Yagrin’s horse comes to a stop beneath thick green trees covered in snow, where my ex–best friend and a redheaded girl are waiting. Dlaminaugh Estate looms in the background, touching the clouds. My body still writhes with a dull heat. I dismount, still haunted by my grandmother’s final words to me.
The girl’s hands are not gloved and her posture isn’t timid. Her sharp shoulders are pressed back and her lips are in a thin line. I only saw the girl once. But she looks like Nore.
“Quell.” Abby hooks her hands. I stare, unsure what to say.
“I’ve got to help my brother,” Yagrin says.
“Meet at my cottage on the south end of Dlaminaugh Estate.”
She sounds like Nore.
She steps forward, fidgeting with the pockets of her dress.
Nore Ambrose is alive.
“Right,” Yagrin says. “Quell, Jordan will meet you at the Tavern down south, the one by your gran— You know the one.”
Abby’s gaze falls to her feet as Yagrin rides off.
“Good to see you again, Quell.” Nore offers a hand.
“You are supposed to be dead.”
She tosses her chin over her shoulder at the Sphere, tiny in the distance. “Draguns are all over these woods. We should get going. You both have a long journey. Abby doesn’t know how to cloak, and you’re probably too weak to.
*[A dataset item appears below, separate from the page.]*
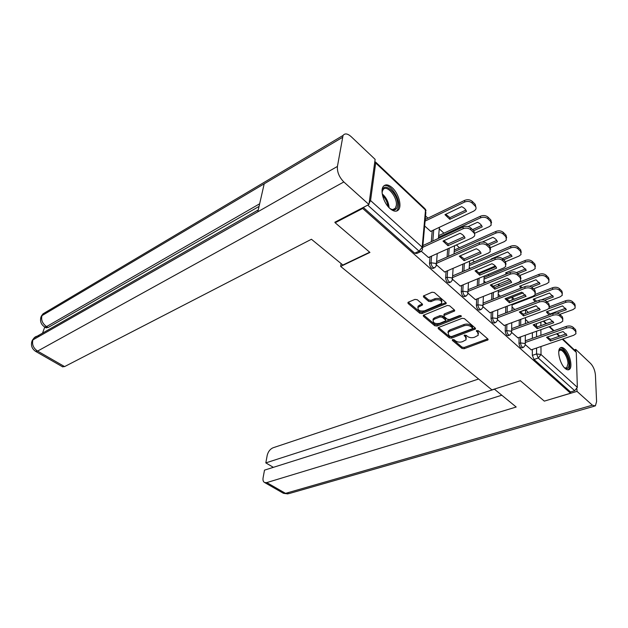 <?xml version="1.0" encoding="UTF-8"?>
<svg xmlns="http://www.w3.org/2000/svg" width="628" height="628" viewBox="0 0 628 628"><rect width="100%" height="100%" fill="white"/><g stroke="black" fill="none" stroke-linecap="round" stroke-linejoin="round"><path stroke-width="0.94" d="M452.607 339.544L452.356 340.415L461.973 348.438L464.139 348.721L488.035 339.85L487.877 339.01L478.324 330.721L476.354 330.791L477.72 332.487L478.246 335.274L474.438 337.275C471.73 338.06 469.375 337.746 467.365 336.341L466.117 335.274L464.178 335.344L465.544 337.016L466.102 339.779L462.389 341.718C459.735 342.488 457.404 342.181 455.394 340.8L454.138 339.748L452.607 339.544M565.082 368.377C566.809 369.9 568.254 370.237 569.415 369.382C572.956 367.05 569.745 353.391 564.658 348.987C562.876 347.37 561.393 347.017 560.2 347.936C556.698 350.267 559.964 364.067 565.082 368.377M389.839 208.433C393.599 211.628 396.519 212.052 398.607 209.705C402.053 205.717 398.458 193.275 392.312 187.796C388.473 184.428 385.474 183.988 383.308 186.469C379.948 190.512 383.669 203.087 389.839 208.433M417.243 299.705L414.935 299.407L408.412 302.147L407.933 302.492L408.129 303.52L419.802 313.262L422.063 313.553L446.139 303.63L445.966 302.625L434.348 292.538L432.009 292.24L423.405 296L423.586 297.044L428.602 301.33L430.91 301.628L434.906 299.98C439.804 299.226 442.026 300.396 441.57 303.481L424.654 310.797C419.826 311.512 417.636 310.358 418.067 307.327L422.456 304.965L422.259 303.952L417.243 299.705M570.562 393.23L544.311 401.127L520.376 380.717L491.928 389.894L340.659 266.421L369.939 252.432L335.156 222.767L362.701 208.449L570.562 393.23L570.53 391.966L574.706 390.702L538.267 358.031L536.579 353.933L536.571 348.022M438.658 327.424L438.14 327.785L438.32 328.703L449.303 337.872L451.501 338.154L475.459 328.978L475.294 328.083L464.382 318.608L462.114 318.317L438.658 327.424M434.78 325.751L423.46 316.308L423.264 315.334L447.293 305.483L449.601 305.781L454.444 309.989L454.617 310.962L443.902 315.546L444.082 316.504L447.269 319.22L449.522 319.519L459.547 315.594L461.258 316.457L437.002 326.042L434.78 325.751L434.874 324.456L423.625 315.044M528.36 312.414L525.597 309.816M514.261 299.187L512.22 297.272M499.7 285.52L498.499 284.398M488.984 275.464L487.964 274.514M474.438 261.821L472.468 259.976M459.421 247.73L456.438 244.936M443.918 233.184L439.223 228.78M427.896 218.151L425.541 215.946M369.099 203.339L370.551 200.536L375.677 162.958L374.838 161.522M335.156 222.767L335.281 222.022M362.701 208.449L362.811 207.695M570.53 391.966L534.02 359.452L532.34 355.37L532.356 349.466M532.371 338.335L532.387 332.707M562.821 339.002L575.444 350.934L576.284 352.387L577.344 387.343L574.706 390.702M511.773 332.526L517.919 337.856M497.69 319.872L504.174 325.5M483.16 306.809L489.989 312.76M468.15 293.331L475.357 299.603M452.647 279.405L460.253 286.023M436.625 265.008L444.648 271.995M421.364 251.294L428.516 257.504M424.646 225.978L430.722 231.394M434.136 267.952L433.289 268.329C431.295 268.737 430.031 267.12 429.489 263.477L430.039 256.813M431.303 241.694L432.213 230.688M450.174 282.302L449.287 282.679C447.379 283.04 446.163 281.446 445.637 277.914L446.092 271.375M447.097 256.978L447.662 248.884M465.701 296.188L464.775 296.557C462.954 296.871 461.776 295.309 461.266 291.871L461.627 285.457M462.412 271.72L462.836 264.137M480.726 309.628L479.768 309.996C478.018 310.271 476.895 308.733 476.385 305.381L476.668 299.085M477.256 285.96L477.578 278.832M495.28 322.643L494.299 323.012C492.619 323.247 491.536 321.732 491.033 318.467L491.245 312.273M491.661 299.705L491.881 293.009M509.387 335.258L508.374 335.627C506.772 335.823 505.721 334.332 505.234 331.152L505.367 325.061M505.634 313.003L505.775 306.692M523.061 347.488L522.033 347.849C520.486 348.014 519.474 346.546 518.995 343.445L519.066 337.448M519.199 325.877L519.27 319.919M340.659 266.421L341.09 263.564M525.432 344.796L531.257 349.843M525.455 319.456L528.658 322.423M363.306 207.436L414.7 253.202L416.741 253.484L420.383 251.812M512.048 307.021L514.772 309.541M498.224 294.202L500.43 296.251M483.968 280.983L485.632 282.529M469.257 267.347L470.333 268.344M454.075 253.265L454.523 253.688M466.369 338.147L465.615 335.721L465.544 337.016M464.783 335.014L465.615 335.721M478.512 333.594L477.775 331.184L477.72 332.487M476.935 330.461L477.775 331.184M452.859 339.481L462.043 347.151L464.202 347.441L487.713 338.861M438.509 327.486L449.389 336.577L451.579 336.867L475.16 327.973M450.08 336.349L451.618 336.553L472.146 328.813L472.429 327.91L471.102 326.764C469.053 325.312 466.659 324.998 463.927 325.822L449.876 331.184L448.164 332.369L448.737 335.234L450.08 336.349M472.57 328.075L472.491 326.607L472.429 327.91M447.952 332.73L448.251 331.074L449.954 329.888L463.99 324.511C466.73 323.687 469.124 324.001 471.165 325.453L472.491 326.607M443.941 314.926L444.522 313.859L454.374 309.926M460.622 315.546L437.104 324.747L437.002 326.042M434.592 319.079L433.21 320.045C432.818 322.949 434.976 324.048 439.686 323.365L445.621 320.877L445.44 319.935L442.253 317.226L439.993 316.936L434.592 319.079L434.686 317.768L433.312 318.741L433.061 320.28M445.668 320.202L445.527 318.632L445.44 319.935M434.686 317.768L440.087 315.625L442.34 315.915L445.527 318.632M434.874 324.456L437.104 324.747M417.895 307.594L418.185 306.017L422.236 303.928M441.853 301.856C441.837 298.92 439.561 297.853 435.008 298.661L434.906 299.98M423.586 297.044L423.704 295.741L428.712 300.011L431.012 300.31L435.008 298.661M408.271 302.217L419.92 311.951L422.173 312.249L445.911 302.578M556.863 313.16L566.385 309.69L562.523 305.891L546.352 311.857L549.037 314.973M559.831 314.377L572.995 309.604L575.185 308.018L574.832 305.616L572.461 303.245C570.703 301.848 568.45 301.558 565.702 302.366L548.778 308.631M547.012 311.614L550.214 313.961L565.734 308.285M549.571 306.707L565.663 300.726C568.411 299.917 570.656 300.208 572.414 301.605L574.785 303.976L575.248 306.166M550.214 313.961L550.222 314.542M550.528 340.988L546.564 337.307L563.065 331.553L566.998 335.305L550.528 340.988L550.505 339.308L547.302 337.055M550.505 339.308L566.275 333.845M525.306 340.823L566.268 326.403C569.062 325.618 571.362 325.916 573.144 327.306L575.562 329.645L576.009 331.843M531.107 349.898L573.733 335.258L575.97 333.711L575.609 331.349L573.199 329.009C571.409 327.628 569.109 327.329 566.307 328.106L566.268 326.403M525.291 342.496L566.307 328.106M544.688 300.255L553.441 296.95L549.461 293.033L533.196 299.242L535.064 301.84M520.196 311.849L536.226 305.82M546.894 301.817L560.129 296.84L562.272 295.262L561.911 292.711L559.47 290.262C557.664 288.825 555.372 288.527 552.609 289.375L512.087 304.925M533.871 298.983L536.697 301.228M541.556 299.807L552.781 295.553M535.394 294.344L552.585 287.734C555.348 286.878 557.633 287.177 559.438 288.613L561.879 291.062L562.382 293.347M531.665 287.106L540.08 283.809L535.974 279.774L519.631 286.242L520.808 288.221M506.655 299.336L523.195 292.891M533.549 288.856L546.855 283.675L548.951 282.113L548.582 279.397L546.062 276.877C544.201 275.394 541.885 275.095 539.099 275.975L498.279 292.216M520.322 285.968L522.151 287.695M529.632 286.266L539.428 282.419M498.326 290.591L539.091 274.318C541.878 273.431 544.193 273.73 546.046 275.213L548.566 277.741L549.108 280.127M494.346 389.117L516.2 407.015L266.767 482.587L285.544 493.365L592.385 405.193L577.006 391.377L544.476 401.08M478.599 379.014L273.039 447.788C270.095 449.106 268.148 451.634 267.198 455.371L265.825 462.891L494.456 389.203M592.385 405.193L595.383 405.908L596.584 401.567L595.43 375.065C594.975 370.371 593.397 366.532 590.697 363.557L575.743 349.396L575.798 351.201M576.928 388.889L577.006 391.377M501.796 395.216L264.498 470.137L263.093 477.806C262.708 480.255 263.242 481.841 264.686 482.563L266.767 482.587M273.353 467.342L265.825 462.891M575.743 349.396L574.314 349.867M369.688 252.213L342.88 265.024L311.433 239.26L64.59 366.595L62.368 366.697M342.307 137.485L264.2 183.816L257.833 211.777L337.424 166.444L343.045 135.444C344.89 133.112 347.582 133.505 351.123 136.621L375.128 159.363L368.934 204.508L334.826 222.257L335.187 222.563M337.424 166.444C337.048 172.009 339.175 177.174 343.83 181.955L368.934 204.508M44.769 327.047L42.523 333.146M259.05 206.424L48.128 327.518L45.907 327.722M39.595 336.082C37.35 335.815 35.506 336.443 34.077 337.974L31.636 342.111M48.12 311.983L43.034 313.827L40.671 317.933M558.794 351.374C560.466 344.631 569.094 355.197 569.039 363.8C568.929 368.196 567.461 369.57 564.635 367.937M564.603 367.906L566.77 367.796L567.979 363.659C568.01 357.073 562.06 347.983 559.391 350.636L558.787 351.413M568.018 369.853L568.309 369.656C569.353 368.762 569.847 367.05 569.808 364.515C569.8 357.348 563.96 347.111 560.27 347.881M382.146 193.118L382.224 191.469C383.394 179.773 399.275 194.664 397.579 205.631C396.661 210.317 394.023 211.196 389.65 208.253M390.702 208.991C392.681 209.87 394.211 209.642 395.302 208.3L396.315 205.474C397.665 197.184 386.675 183.996 383.049 189.719L382.185 191.823M396.441 211.118L397.43 210.199L398.694 206.667C400.091 197.828 389.627 182.952 383.904 185.809M537.238 328.64L533.156 324.849L549.743 318.843L553.802 322.714L537.238 328.64L537.238 326.952L533.902 324.582M537.238 326.952L553.08 321.261M511.671 328.625L552.93 313.553C555.756 312.736 558.08 313.034 559.925 314.463L562.413 316.881L562.9 319.173M517.77 337.911L560.623 322.643L562.814 321.104L562.445 318.592L559.956 316.174C558.111 314.754 555.78 314.447 552.954 315.264L552.93 313.553M511.639 330.304L552.954 315.264M523.54 315.908L519.325 311.99L535.998 305.726L540.182 309.722L523.54 315.908L523.548 314.204L520.086 311.708M523.548 314.204L539.468 308.269M497.604 316.057L539.169 300.286C542.011 299.43 544.382 299.737 546.266 301.204L548.841 303.701L549.374 306.103M504.025 325.555L547.09 309.628L549.233 308.105L548.856 305.428L546.282 302.931C544.39 301.464 542.019 301.157 539.177 302.013L539.169 300.286M497.557 317.744L539.177 302.013M517.896 273.667L526.303 270.252L522.064 266.084L505.642 272.835L506.239 274.083M492.854 286.384L509.567 279.625M519.788 275.496L533.164 270.087L535.197 268.556L534.828 265.66L532.222 263.054C530.315 261.523 527.96 261.217 525.149 262.143L484.039 279.122M506.349 272.536L507.322 273.635M516.483 272.599L525.652 268.863M484.102 277.49L525.165 260.479C527.967 259.552 530.322 259.859 532.23 261.389L534.828 263.995L535.409 266.492M503.632 259.819L512.079 256.255L507.707 251.954L491.198 258.987L491.347 259.388M478.764 272.96L495.327 266.013M505.571 261.711L519.026 256.067L521.005 254.56L520.628 251.467L517.935 248.782C515.973 247.204 513.578 246.898 510.752 247.864L469.344 265.613M502.455 258.673L511.428 254.882M469.43 263.972L510.784 246.192C513.602 245.218 515.996 245.524 517.959 247.11L520.643 249.795L521.271 252.425M488.906 245.517L497.392 241.804C496.772 239.935 495.264 238.452 492.87 237.353L482.273 242.047M490.649 247.589L504.417 241.584L506.333 240.108L505.956 236.811L503.169 234.032C501.152 232.407 498.718 232.093 495.869 233.106L454.177 251.679M487.744 244.386L496.74 240.43M454.28 250.03L495.924 231.426C498.765 230.413 501.191 230.719 503.216 232.352L505.995 235.131L506.663 237.894M509.394 302.767L505.045 298.724L521.797 292.177L526.123 296.306L509.394 302.767L509.426 301.055L505.823 298.418M509.426 301.055L525.408 294.862M483.089 303.089L524.961 286.588C527.818 285.693 530.22 285.999 532.167 287.522L534.828 290.097L535.401 292.609M433.289 319.048L432.982 319.471M489.84 312.815L533.125 296.188L535.205 294.689L534.828 291.832L532.167 289.257C530.213 287.734 527.81 287.428 524.945 288.323L524.961 286.588M483.018 304.784L524.945 288.323M494.785 289.194L490.295 285.026L507.134 278.18C509.528 279.248 511.011 280.669 511.6 282.451L494.785 289.194L494.84 287.475L491.088 284.696M494.84 287.475L510.886 281.014M468.103 289.704L510.274 272.434C513.155 271.492 515.596 271.806 517.598 273.376L520.345 276.037L520.965 278.675M418.13 306.668L417.808 307.155M475.208 299.666L518.689 282.302L520.706 280.826L520.322 277.78L517.574 275.119C515.572 273.549 513.123 273.235 510.242 274.177L510.274 272.434M468.017 291.416L510.242 274.177M479.706 275.182L475.058 270.864L491.975 263.721C494.417 264.82 495.963 266.288 496.591 268.125L479.706 275.182L479.776 273.447L475.875 270.519M479.776 273.447L495.885 266.704M452.615 275.896L495.092 257.794C497.988 256.813 500.469 257.127 502.533 258.752L505.375 261.507L506.042 264.278M460.096 286.093L503.774 267.952L505.721 266.507L505.336 263.258L502.494 260.502C500.422 258.885 497.941 258.563 495.037 259.545L495.092 257.794M452.505 277.615L495.037 259.545M473.685 230.743L482.21 226.865C481.543 224.934 479.98 223.395 477.531 222.265L468.166 226.575M474.831 233.176L489.33 226.614L491.167 225.177L490.782 221.66L487.909 218.787C485.829 217.107 483.356 216.793 480.491 217.845L438.501 237.298M472.539 229.628L481.558 225.507M438.634 235.641L480.569 216.158C483.427 215.098 485.891 215.412 487.972 217.1L490.845 219.973L491.559 222.885M464.108 260.691L459.304 256.224L476.291 248.759C478.795 249.889 480.389 251.412 481.072 253.32L464.108 260.691L464.202 258.948L460.136 255.863M464.202 258.948L480.365 251.906M436.617 261.633L479.384 242.651C482.304 241.623 484.824 241.945 486.951 243.625L489.887 246.474L490.601 249.394M444.483 272.065L488.349 253.115L490.225 251.71L489.824 248.241L486.888 245.391C484.753 243.711 482.226 243.389 479.305 244.418L479.384 242.651M436.484 263.36L479.305 244.418M449.813 219.321L466.51 211.416C465.795 209.414 464.186 207.829 461.674 206.659L444.962 214.674L449.813 219.321L449.931 217.649L465.866 210.074M430.565 231.465L473.724 211.134L475.482 209.752C476.346 208.457 476.212 207.201 475.098 205.992L472.123 203.025C469.972 201.282 467.46 200.96 464.579 202.067L425.085 221.103M445.739 214.297L449.931 217.649M425.235 219.439L464.681 200.371C467.554 199.264 470.066 199.578 472.209 201.329L475.184 204.296L475.945 207.373M447.984 245.705L443.015 241.089L460.065 233.271C462.632 234.44 464.28 236.018 465.01 237.996L447.984 245.705L448.102 243.954L443.863 240.697M448.102 243.954L464.304 236.599M422.887 245.587L463.126 226.983C466.062 225.907 468.629 226.229 470.827 227.964L473.865 230.916L474.635 234.001M428.351 257.574L472.382 237.761L474.179 236.395C475.051 235.123 474.917 233.891 473.779 232.69L470.733 229.738C468.535 228.003 465.968 227.674 463.024 228.757L463.126 226.983M422.73 247.322L463.024 228.757M452.403 339.646L452.356 340.415M476.503 330.65L476.471 331.411M464.335 335.187L464.296 335.956M370.551 200.536L422.173 247.173L425.517 210.027L375.677 162.958M532.34 355.37L536.579 353.933L541.006 354.522L577.344 387.343M536.563 336.859L536.555 331.215M536.548 326.639L536.548 323.624M540.865 322.054L540.881 325.642M540.896 329.669L540.92 335.328M540.975 346.507L541.006 354.522L538.267 358.031L534.02 359.452M576.284 352.387L562.295 339.183M559.234 336.286L556.604 333.806M553.519 330.893L549.123 326.741M546.007 323.797L543.251 321.191M429.489 263.477L431.036 262.794L431.577 256.122M432.818 240.995L433.72 229.981M445.637 277.914L447.175 277.254L447.623 270.707M448.612 256.31L449.169 248.209M461.266 291.871L462.797 291.243L463.158 284.822M463.919 271.076L464.343 263.485M476.385 305.381L477.916 304.776L478.191 298.473M478.764 285.34L479.078 278.212M479.29 273.227L479.313 272.733M491.033 318.467L492.556 317.894L492.76 311.692M493.161 299.116L493.38 292.413M493.553 286.831L493.577 286.093M505.234 331.152L506.749 330.595L506.875 324.503M507.134 312.438L507.267 306.119M507.393 299.933L507.416 299.046M518.995 343.445L520.502 342.919L520.565 336.914M520.69 325.328L520.753 319.369M520.832 312.524L520.84 311.606M523.54 347.323C522.001 347.488 520.989 346.02 520.502 342.919L524.984 343.508L525.275 345.117L523.54 347.323M509.889 335.077C508.288 335.274 507.236 333.782 506.749 330.595L511.294 331.192L511.592 332.903L509.889 335.077M495.822 322.439C494.142 322.674 493.059 321.159 492.556 317.894L497.18 318.498L497.486 320.311L495.822 322.439M481.299 309.4C479.549 309.675 478.426 308.128 477.916 304.776L482.61 305.389L482.924 307.32L481.299 309.4M466.314 295.937C464.485 296.251 463.315 294.681 462.797 291.243L467.562 291.855L467.884 293.912L466.314 295.937M450.833 282.027C448.926 282.388 447.709 280.795 447.175 277.254L452.019 277.882L452.348 280.064L450.833 282.027M434.835 267.646C432.841 268.054 431.577 266.437 431.036 262.794L435.95 263.43L436.295 265.754L434.835 267.646M498.451 286.023L498.577 284.068M484.345 271.539L484.58 270.519M438.415 238.405L439.396 227.312M414.7 253.202L419.088 251.192L367.718 205.144M421.121 251.475L419.088 251.192L422.173 247.173L422.526 249.661L421.121 251.475M375.575 162.04L424.858 208.622L425.847 212.554L422.691 247.809M487.493 338.963L487.446 340.258M464.202 347.441L464.139 348.721M462.043 347.151L461.973 348.438M474.941 328.067L474.886 329.378M451.579 336.867L451.501 338.154M449.389 336.577L449.303 337.872M438.407 327.549L438.32 328.703M471.165 325.453L471.102 326.764M463.99 324.511L463.927 325.822M449.954 329.888L449.876 331.184M423.562 315.083L423.46 316.308M454.154 310.028L454.068 311.347M444.522 313.859L444.436 315.17M460.928 315.656L460.866 316.732M442.34 315.915L442.253 317.226M440.087 315.625L439.993 316.936M422.063 304.007L421.953 305.326M419.512 305.067L419.394 306.378M431.012 300.31L430.91 301.628M428.712 300.011L428.602 301.33M445.692 302.688L445.597 304.015M422.173 312.249L422.063 313.553M419.92 311.951L419.802 313.262M408.255 302.217L408.129 303.52M565.663 300.726L565.702 302.366M572.414 301.605L572.461 303.245M574.785 303.976L574.832 305.616M575.609 331.349L575.562 329.645M573.199 329.009L573.144 327.306M552.585 287.734L552.609 289.375M559.438 288.613L559.47 290.262M561.879 291.062L561.911 292.711M539.091 274.318L539.099 275.975M546.046 275.213L546.062 276.877M548.566 277.741L548.582 279.397M282.93 493.011L289.115 493.561L594.363 406.198M343.83 181.955L37.594 351.099L64.59 366.595M259.654 203.786L46.574 326.591L48.128 327.518M41.299 316.151C39.627 320.712 40.765 324.331 44.721 327.023L46.574 326.591C42.453 323.64 40.914 319.982 41.974 315.625L264.2 183.816M257.833 211.777L32.923 339.881C31.785 344.395 33.339 348.14 37.594 351.099L35.419 351.248M46.276 327.942L44.337 326.78M382.248 193.895C386.346 197.577 388.638 202.185 389.101 207.719M388.096 206.604C387.421 202.263 385.561 198.526 382.531 195.394M562.445 318.592L562.413 316.881M559.956 316.174L559.925 314.463M548.856 305.428L548.841 303.701M546.282 302.931L546.266 301.204M525.165 260.479L525.149 262.143M532.23 261.389L532.222 263.054M534.828 263.995L534.828 265.66M510.784 246.192L510.752 247.864M517.959 247.11L517.935 248.782M520.643 249.795L520.628 251.467M495.924 231.426L495.869 233.106M503.216 232.352L503.169 234.032M505.995 235.131L505.956 236.811M534.828 291.832L534.828 290.097M532.167 289.257L532.167 287.522M520.322 277.78L520.345 276.037M517.574 275.119L517.598 273.376M505.336 263.258L505.375 261.507M502.494 260.502L502.533 258.752M480.569 216.158L480.491 217.845M487.972 217.1L487.909 218.787M490.845 219.973L490.782 221.66M489.824 248.241L489.887 246.474M486.888 245.391L486.951 243.625M464.681 200.371L464.579 202.067M472.209 201.329L472.123 203.025M475.184 204.296L475.098 205.992M473.779 232.69L473.865 230.916M470.733 229.738L470.827 227.964M525.526 309.847L525.503 313.482M525.471 317.627L525.432 323.601M525.346 335.211L525.283 343.846M512.22 297.17L512.173 299.996M512.095 304.266L511.985 310.601M511.773 322.69L511.616 331.568M498.326 290.434L498.137 297.154M497.784 309.761L497.525 318.898M484.157 276.1L483.874 283.244M483.356 296.416L482.979 305.828M469.571 261.224L469.179 268.839M468.464 282.616L467.962 292.342M454.554 245.784L454.036 253.9M453.102 268.344L452.458 278.408M437.237 253.579L436.429 264.011M426.027 210.694L425.431 209.242M559.752 336.106L557.13 333.625M554.045 330.705L549.649 326.552M546.533 323.608L543.777 321.002M488.058 339.222L488.035 339.85M475.49 328.311L475.459 328.978M448.251 331.074L448.164 332.369M454.664 310.248L454.617 310.962M443.988 314.236L443.902 315.546M461.282 315.97L461.258 316.457M433.312 318.741L433.21 320.045M422.511 304.258L422.456 304.965M418.185 306.017L418.067 307.327M446.186 302.892L446.139 303.63M288.001 493.914L283.448 493.31L264.686 482.563M343.045 135.444L43.034 313.827L41.315 316.135M258.257 209.94L34.077 337.974L32.279 340.36C30.513 345.062 31.698 348.768 35.804 351.484L62.761 366.917M565.592 368.173L566.77 367.796M392.885 209.516L395.302 208.3"/></g></svg>

We can stop at my cottage. Traveling by night is safer.”
“Quell.” It’s Abby. “You have to say something to me.”
“Do I? The last I saw you, your boyfriend plotted to have me killed. And you ran off.” I fold my arms, a bit stunned by my upwelling frustration at Abby. I’d shut out those feelings; I didn’t think I’d ever see her again.
“I didn’t know, alright? Mynick didn’t tell me.”
“We need to get out of here,” Nore says, looking around warily.
“And when it happened, I was scared,” Abby goes on. “So I ran. I’m a coward. I was trying to get away from the chaos at the Sphere when Yagrin found me and took me to Jordan. I heal people; I don’t battle Draguns. And what about you! I hear you have toushana? When were you going to tell me that?”
Nore grabs me by the wrist. “We need to leave now.”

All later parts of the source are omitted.